一条死路。
这听上去更像是一条九死一生的绝路。她不了解地形,没有武器,唯一有的只有自己的身手,那是参加军旅片拍摄和荒岛求生综艺训练出的。而这里守备森严,哪怕是分部,也人员庞大,祭祀更是会严阵以待。更何况,他们还有着未知的“能力”,连墨菲乔在这里都被称为“无用”,更何况作为普通人的自己?
但这也是唯一的生路。
这间纯白的囚笼几乎没有视觉死角,唯一的突破口就是门开的那一刻。待在这里,是连挣扎都没有的死亡。她没有时间准备,没有机会演习,这将是赌上性命的一次豪赌,筹码只有勇气和运气。
“我必须出去。”乔殊抬起头,不知道说给谁听的,“就利用今晚这次检查。出去后,按照你说的,搞到一张中级磁卡,同时想办法制造更大的混乱,我相信不止我们想跑。”
她顿了顿,喉咙有些发干,她说得很轻巧,可只有她自己知道,她的“经验”仅仅来自于影视剧的虚构桥段,大概率不适用于这个残酷而真实的未来,但她还是说了下去,像是在给自己和对方打气:“如果顺利,我们都能呼吸到地面的空气。如果……”
“如果不顺利,”墨菲乔轻声接上了她的话,语气平静得让人心疼,“我就装作被你挟持的样子。这样,就算我被抓回来,他们也不会对我怎么样。”她甚至努力弯了一下嘴角,想做出一个让乔殊安心的表情。
乔殊的心像是被什么东西狠狠揪了一下。墨菲乔精准地共情到了她的担忧和那份难以启齿的愧疚——
利用一个行动不便的女孩为自己创造机会,无论理由多么充分,都让她感到一丝卑劣。
墨菲乔却在想,这么久以来的“治疗”和训练,或许真的让她变得“厉害”了一点,至少她比以前更能敏锐地捕捉到那些复杂的、交织的情绪了。
乔殊是她见过的第一个情感如此鲜明炽热的人。她周围的大多数人,情感总是灰蒙蒙的,冰冷而单调。只有妈妈身上夹杂着一种让她依恋的、温暖的粉色。可乔殊不一样,她是炽热的红色,是明亮的金色,是充满生命力的绿色……她整个人都在发光,像她在“阳光界”才能窥见的太阳。

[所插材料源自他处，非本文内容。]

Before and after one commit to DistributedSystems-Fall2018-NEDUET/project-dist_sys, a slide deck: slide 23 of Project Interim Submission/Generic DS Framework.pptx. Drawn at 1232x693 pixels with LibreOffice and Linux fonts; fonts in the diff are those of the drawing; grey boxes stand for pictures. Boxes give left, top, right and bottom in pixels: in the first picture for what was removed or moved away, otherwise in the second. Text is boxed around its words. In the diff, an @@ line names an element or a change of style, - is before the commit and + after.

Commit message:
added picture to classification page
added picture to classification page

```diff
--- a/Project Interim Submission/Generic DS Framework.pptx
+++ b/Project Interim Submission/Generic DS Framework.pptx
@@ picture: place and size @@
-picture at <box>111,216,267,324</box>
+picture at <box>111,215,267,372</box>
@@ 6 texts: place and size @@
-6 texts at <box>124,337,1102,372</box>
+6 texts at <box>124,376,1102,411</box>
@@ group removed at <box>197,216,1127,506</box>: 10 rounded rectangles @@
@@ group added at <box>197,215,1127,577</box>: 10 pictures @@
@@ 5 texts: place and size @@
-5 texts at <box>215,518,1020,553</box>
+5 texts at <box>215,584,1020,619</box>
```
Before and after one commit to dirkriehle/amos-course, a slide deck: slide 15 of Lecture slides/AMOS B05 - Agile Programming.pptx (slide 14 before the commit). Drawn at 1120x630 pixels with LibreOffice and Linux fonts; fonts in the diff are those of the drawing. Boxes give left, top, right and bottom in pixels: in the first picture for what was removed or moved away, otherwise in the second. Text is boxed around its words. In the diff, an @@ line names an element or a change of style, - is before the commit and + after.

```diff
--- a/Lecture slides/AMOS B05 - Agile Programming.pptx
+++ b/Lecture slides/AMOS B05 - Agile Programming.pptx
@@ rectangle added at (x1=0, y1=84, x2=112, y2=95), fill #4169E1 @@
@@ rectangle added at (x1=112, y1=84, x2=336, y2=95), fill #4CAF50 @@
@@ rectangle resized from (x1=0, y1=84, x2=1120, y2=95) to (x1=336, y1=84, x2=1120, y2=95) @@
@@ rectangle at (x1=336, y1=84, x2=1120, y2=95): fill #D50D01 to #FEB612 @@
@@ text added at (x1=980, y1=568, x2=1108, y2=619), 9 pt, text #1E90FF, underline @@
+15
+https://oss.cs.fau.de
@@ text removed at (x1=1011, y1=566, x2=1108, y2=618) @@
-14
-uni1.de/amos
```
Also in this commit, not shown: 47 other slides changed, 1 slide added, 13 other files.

既然“跑吧”这个念头是因为乔殊才燃烧起来的,那她至少,不能成为拖住乔殊脚步的锁链。
她希望这个女孩自由。
墨菲乔的脸上忽然绽开一个极其灿烂的笑容,苍白的面容都因此有了光彩:“你一定要出去呀!”她的声音里充满了纯粹的祝愿,“你出去了,帮我找到妈妈,她叫乔泽天,你们一个姓呢!她可厉害了,是‘未来美’唯一的女话事人!我就想知道,如果在这里很难受,很想她,她愿意接我回家吗?”

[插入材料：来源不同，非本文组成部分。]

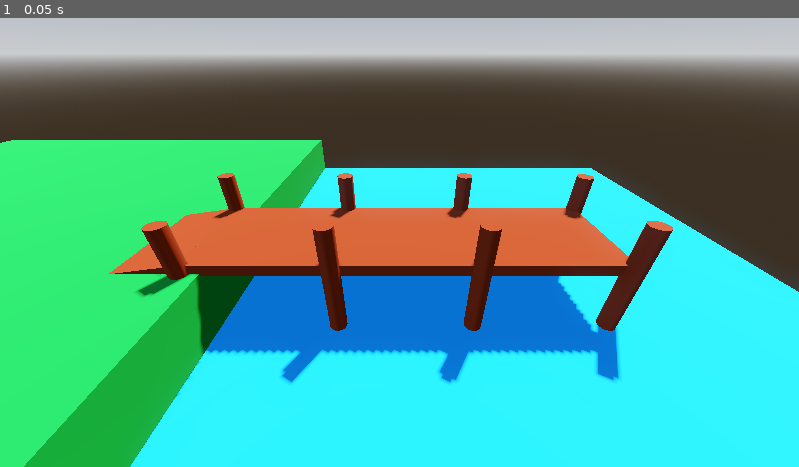
Above: before the commit, frame 1.
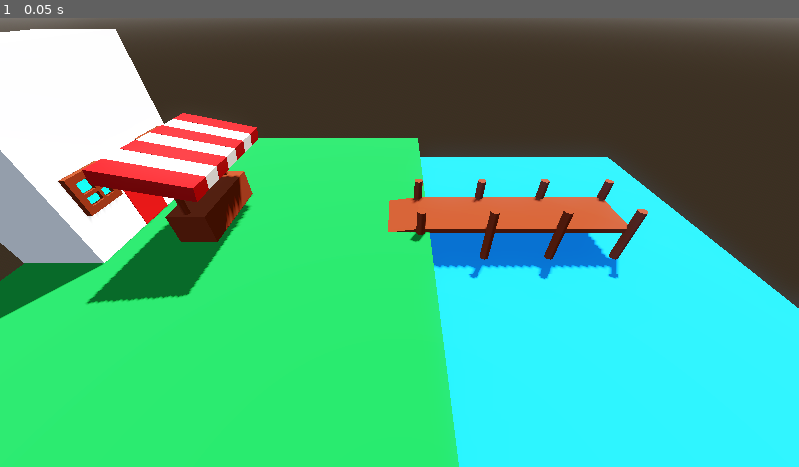
Above: after the commit, the same moment.

Repository: SearedBacon/Fishing-Boi
Game: Godot game, scene res://scenes/level_1.tscn
Two runs of this game, one before a commit and one after it. Both use one fixed random seed, a clock stepped at 60 frames per second and the inputs below.
Inputs:
- Up to frame 1 (0.05 s): no input

The runs differ from the first frame. In frame 1, 61% of the frame differs, in the area x 0-100%, y 0-100%.

Commit message:
added detail to shop and created a sell stall

Diff:
--- a/scenes/level_1.tscn
+++ b/scenes/level_1.tscn
@@ -2,6 +2,7 @@
 
 [ext_resource type="Script" uid="uid://cthanm8naway1" path="res://scripts/level_1.gd" id="1_014kd"]
 [ext_resource type="PackedScene" uid="uid://cuo8gfhkuj1sp" path="res://scenes/upgrade_shop.tscn" id="2_bswci"]
+[ext_resource type="PackedScene" uid="uid://dw2gc2ovfuieo" path="res://scenes/window.tscn" id="3_rus8k"]
 
 [sub_resource type="ProceduralSkyMaterial" id="ProceduralSkyMaterial_014kd"]
 sky_horizon_color = Color(0.66224277, 0.6717428, 0.6867428, 1)
@@ -40,10 +41,24 @@
 [sub_resource type="StandardMaterial3D" id="StandardMaterial3D_bswci"]
 
 [sub_resource type="StandardMaterial3D" id="StandardMaterial3D_rus8k"]
-albedo_color = Color(0, 1, 0.9333334, 1)
+albedo_color = Color(0.8301911, 3.3210217e-06, 6.738305e-07, 1)
+
+[sub_resource type="SphereMesh" id="SphereMesh_5xbjy"]
 
 [sub_resource type="StandardMaterial3D" id="StandardMaterial3D_5xbjy"]
 albedo_color = Color(0.5, 0.17500001, 0, 1)
+
+[sub_resource type="StandardMaterial3D" id="StandardMaterial3D_4nkto"]
+albedo_color = Color(0.5, 0.17500001, 0, 1)
+
+[sub_resource type="CylinderMesh" id="CylinderMesh_fcfvj"]
+material = SubResource("StandardMaterial3D_4nkto")
+height = 8.0
+
+[sub_resource type="StandardMaterial3D" id="StandardMaterial3D_fcfvj"]
+
+[sub_resource type="StandardMaterial3D" id="StandardMaterial3D_pa8r4"]
+albedo_color = Color(0.7425065, 2.7915835e-06, 5.7756904e-07, 1)
 
 [node name="Level1" type="Node3D" unique_id=267723521]
 script = ExtResource("1_014kd")
@@ -110,7 +125,7 @@
 material = SubResource("StandardMaterial3D_ihfcg")
 
 [node name="Camera3D" type="Camera3D" parent="." unique_id=1110458347]
-transform = Transform3D(1, 0, 0, 0, 0.8405288, 0.5417669, 0, -0.5417669, 0.8405288, -2.640092, 20.120394, 22.855976)
+transform = Transform3D(1, 0, 0, 0, 0.759646, 0.65033674, 0, -0.65033674, 0.759646, -23.383654, 36.665707, 43.84237)
 
 [node name="UpgradeShop" parent="." unique_id=1040199959 instance=ExtResource("2_bswci")]
 visible = false
@@ -118,18 +133,59 @@
 [node name="UpgradeStore" type="Node" parent="." unique_id=2025663157]
 
 [node name="Big" type="CSGBox3D" parent="UpgradeStore" unique_id=683135695]
-transform = Transform3D(1, 0, 0, 0, 1, 0, 0, 0, 1, -73.708664, 20.680708, 0)
-size = Vector3(12, 30, 25)
+transform = Transform3D(1, 0, 0, 0, 1, 0, 0, 0, 1, -73.708664, 19.00395, 0)
+size = Vector3(12, 26.646484, 25)
 material = SubResource("StandardMaterial3D_bswci")
 
-[node name="Window" type="Node" parent="UpgradeStore" unique_id=1824840700]
+[node name="Window" parent="UpgradeStore" unique_id=2024856384 instance=ExtResource("3_rus8k")]
+transform = Transform3D(1, 0, 0, 0, 1, 0, 0, 0, 1, -70.03325, 15.074189, 6.5588875)
 
-[node name="Glass" type="CSGBox3D" parent="UpgradeStore/Window" unique_id=773554245]
-transform = Transform3D(1, 0, 0, 0, 1, 0, 0, 0, 1, -70.130394, 15.45046, 7.987273)
-size = Vector3(5, 5, 5)
+[node name="Window2" parent="UpgradeStore" unique_id=1348261009 instance=ExtResource("3_rus8k")]
+transform = Transform3D(1, 0, 0, 0, 1, 0, 0, 0, 1, -70.03325, 15.074189, -7.9710264)
+
+[node name="Door" type="CSGBox3D" parent="UpgradeStore" unique_id=1887611465]
+transform = Transform3D(1, 0, 0, 0, 1, 0, 0, 0, 1, -69.15761, 11.440815, -0.24905443)
+size = Vector3(3, 12, 6)
 material = SubResource("StandardMaterial3D_rus8k")
 
-[node name="CSGBox3D" type="CSGBox3D" parent="UpgradeStore/Window" unique_id=257441217]
-transform = Transform3D(1, 0, 0, 0, 1, 0, 0, 0, 1, -67.936844, 15.551804, 10.294726)
-size = Vector3(1, 7, 1)
+[node name="DoorKnob" type="MeshInstance3D" parent="UpgradeStore" unique_id=1795827457]
+transform = Transform3D(1, 0, 0, 0, 1, 0, 0, 0, 1, -67.342606, 11.898859, -2.320839)
+mesh = SubResource("SphereMesh_5xbjy")
+
+[node name="StandBase" type="CSGBox3D" parent="UpgradeStore" unique_id=1661069985]
+transform = Transform3D(1, 0, 0, 0, 1, 0, 0, 0, 1, -56.06577, 8.161159, 0)
+size = Vector3(6, 5, 15)
 material = SubResource("StandardMaterial3D_5xbjy")
+
+[node name="StandPole" type="MeshInstance3D" parent="UpgradeStore" unique_id=971282720]
+transform = Transform3D(1, 0, 0, 0, 1, 0, 0, 0, 1, -56.27656, 14.5441475, 6.520095)
+mesh = SubResource("CylinderMesh_fcfvj")
+
+[node name="StandPole2" type="MeshInstance3D" parent="UpgradeStore" unique_id=703392417]
+transform = Transform3D(1, 0, 0, 0, 1, 0, 0, 0, 1, -56.27656, 14.5441475, -6.3378687)
+mesh = SubResource("CylinderMesh_fcfvj")
+
+[node name="Cover" type="CSGBox3D" parent="UpgradeStore" unique_id=412435825]
+transform = Transform3D(0.979017, 0.20377845, 0, -0.20377845, 0.979017, 0, 0, 0, 1, -54.514034, 18.809708, 2.1103516)
+size = Vector3(12, 2, 21)
+material = SubResource("StandardMaterial3D_fcfvj")
+
+[node name="COLOR" type="CSGBox3D" parent="UpgradeStore" unique_id=509831782]
+transform = Transform3D(0.9788674, 0.20449604, 0, -0.20449604, 0.9788674, 0, 0, 0, 1, -54.51708, 18.809925, 11.119067)
+size = Vector3(12.052734, 2.0108643, 3)
+material = SubResource("StandardMaterial3D_pa8r4")
+
+[node name="COLOR2" type="CSGBox3D" parent="UpgradeStore" unique_id=2091549200]
+transform = Transform3D(0.9788674, 0.20449604, 0, -0.20449604, 0.9788674, 0, 0, 0, 1, -54.517, 18.81, 5.119)
+size = Vector3(12.052734, 2.0108643, 3)
+material = SubResource("StandardMaterial3D_pa8r4")
+
+[node name="COLOR3" type="CSGBox3D" parent="UpgradeStore" unique_id=398607384]
+transform = Transform3D(0.9788674, 0.20449604, 0, -0.20449604, 0.9788674, 0, 0, 0, 1, -54.517, 18.81, -0.881)
+size = Vector3(12.052734, 2.0108643, 3)
+material = SubResource("StandardMaterial3D_pa8r4")
+
+[node name="COLOR4" type="CSGBox3D" parent="UpgradeStore" unique_id=1020776543]
+transform = Transform3D(0.9788674, 0.20449604, 0, -0.20449604, 0.9788674, 0, 0, 0, 1, -54.517, 18.81, -6.881)
+size = Vector3(12.052734, 2.0108643, 3)
+material = SubResource("StandardMaterial3D_pa8r4")
--- /dev/null
+++ b/scenes/window.tscn
@@ -0,0 +1,43 @@
+[gd_scene format=3 uid="uid://dw2gc2ovfuieo"]
+
+[sub_resource type="StandardMaterial3D" id="StandardMaterial3D_rus8k"]
+albedo_color = Color(0, 1, 0.9333334, 1)
+
+[sub_resource type="StandardMaterial3D" id="StandardMaterial3D_5xbjy"]
+albedo_color = Color(0.5, 0.17500001, 0, 1)
+
+[node name="Window" type="CSGBox3D" unique_id=2024856384]
+
+[node name="Glass" type="CSGBox3D" parent="." unique_id=1218254691]
+size = Vector3(5, 5, 5)
+material = SubResource("StandardMaterial3D_rus8k")
+
+[node name="WoodOutline" type="CSGBox3D" parent="." unique_id=1606089231]
+transform = Transform3D(1, 0, 0, 0, 1, 0, 0, 0, 1, 2.5695305, 0.2096858, 2.7860627)
+size = Vector3(1, 5.503845, 1)
+material = SubResource("StandardMaterial3D_5xbjy")
+
+[node name="WoodOutline2" type="CSGBox3D" parent="." unique_id=516695810]
+transform = Transform3D(1, 0, 0, 0, 0.00010474125, 1, 0, -1, 0.00010474125, 2.5664113, 2.4584231, 0)
+size = Vector3(1, 5.389084, 1)
+material = SubResource("StandardMaterial3D_5xbjy")
+
+[node name="WoodOutline3" type="CSGBox3D" parent="." unique_id=999396754]
+transform = Transform3D(1, 0, 0, 0, -4.371139e-08, 1, 0, -1, -4.371139e-08, 2.5637798, -2.0625818, 0)
+size = Vector3(1, 5.4802246, 1)
+material = SubResource("StandardMaterial3D_5xbjy")
+
+[node name="WoodOutline4" type="CSGBox3D" parent="." unique_id=583970949]
+transform = Transform3D(1, 0, 0, 0, 1, 0, 0, 0, 1, 2.5617785, 0.28730154, -2.2642655)
+size = Vector3(1, 5.345337, 1)
+material = SubResource("StandardMaterial3D_5xbjy")
+
+[node name="WoodOutline5" type="CSGBox3D" parent="." unique_id=1743384508]
+transform = Transform3D(1, 0, 0, 0, -4.371139e-08, 1, 0, -1, -4.371139e-08, 2.8135145, 0, 0)
+size = Vector3(0.5, 5.345, 0.5)
+material = SubResource("StandardMaterial3D_5xbjy")
+
+[node name="WoodOutline6" type="CSGBox3D" parent="." unique_id=1812787263]
+transform = Transform3D(1, 0, 0, 0, 1, 0, 0, 0, 1, 2.8127582, 0.11039686, 0)
+size = Vector3(0.5, 5.345, 0.5)
+material = SubResource("StandardMaterial3D_5xbjy")

“如果我出不去,”她的笑容依旧明亮,没有一丝阴霾,仿佛在说一件与自己无关的小事,“我就在这儿等着。我已经待了很久很久了,我等得起。你不用担心我。”
乔殊看着她,胸腔里堵得发酸。
墨菲乔的嘱托有着另一重话外音:她知道自己能出去的概率几乎为零——
一个健全的人想逃出去的可能性都不大,更何况一个坐在轮椅上行动不便的小女孩呢?
但她们谁都没说丧气话,谁都不忍熄灭那一点点点的微光。
墨菲乔只是想告诉她,不管自己能不能逃出去,她愿意帮乔殊逃走。
无力行走的小女孩希望另一个小女孩可以展翅翱翔。
乔殊重重地点头,许下郑重的承诺:“好。我答应你。只要我出去,我一定找到你妈妈,问到你想要的答案,然后我来接你出去。”
留下陪她,又或是拒绝她的好意,都是件很幼稚的事情,她先活着出去,才有可能争取两个人的自由。

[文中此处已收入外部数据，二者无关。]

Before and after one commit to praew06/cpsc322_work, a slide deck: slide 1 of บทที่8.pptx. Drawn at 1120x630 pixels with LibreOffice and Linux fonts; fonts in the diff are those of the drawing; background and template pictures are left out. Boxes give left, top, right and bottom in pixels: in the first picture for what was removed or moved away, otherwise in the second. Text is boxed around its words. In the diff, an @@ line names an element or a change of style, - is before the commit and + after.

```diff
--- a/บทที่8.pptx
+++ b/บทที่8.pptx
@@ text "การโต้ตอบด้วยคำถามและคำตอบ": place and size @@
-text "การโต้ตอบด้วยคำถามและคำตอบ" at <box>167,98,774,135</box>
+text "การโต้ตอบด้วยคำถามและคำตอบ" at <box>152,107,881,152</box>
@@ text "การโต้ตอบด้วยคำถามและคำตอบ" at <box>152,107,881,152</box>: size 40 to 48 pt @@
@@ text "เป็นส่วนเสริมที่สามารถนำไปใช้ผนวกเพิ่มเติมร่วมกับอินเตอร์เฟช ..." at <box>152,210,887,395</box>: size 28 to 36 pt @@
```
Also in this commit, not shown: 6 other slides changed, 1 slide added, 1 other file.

对不起啊妹妹,真的对不起,我真的不能待在这里,乔殊在心里不停道歉,她感到很愧疚,但一整天诡异事件带来的恐惧感让她只想逃跑,不顾一切地逃跑。
她努力压下所有翻涌的情绪,接过墨菲乔递给她的味道清苦的营养剂,为接下来的行动储备能量。
墨菲乔在她旁边小口吸着营养剂,像一只乖巧的、自己捧着猫条的小猫咪,安静得不发出一点声音。
乔殊刻意放任紧张和恐惧蔓延,让肾上腺素开始分泌,没有要求墨菲乔帮她抚平情绪——
适当的压力,有助于提升反应速度,她需要最佳的临战状态。
因为她将要做的,是她过往人生中从未想过的事情。
杀人。
不是打晕,不是制服。
她没有任何留对方一命的资本和天真。
她必须确保那个进来的人,彻底失去发出任何声音、做出任何反应的能力。一击致命,必要时补刀。不能让他像影视剧里那样,醒来呼救,破坏自己的行动。
她对自己冷静地、一遍遍地重复这个残酷的决定。
她要杀人。她要离开。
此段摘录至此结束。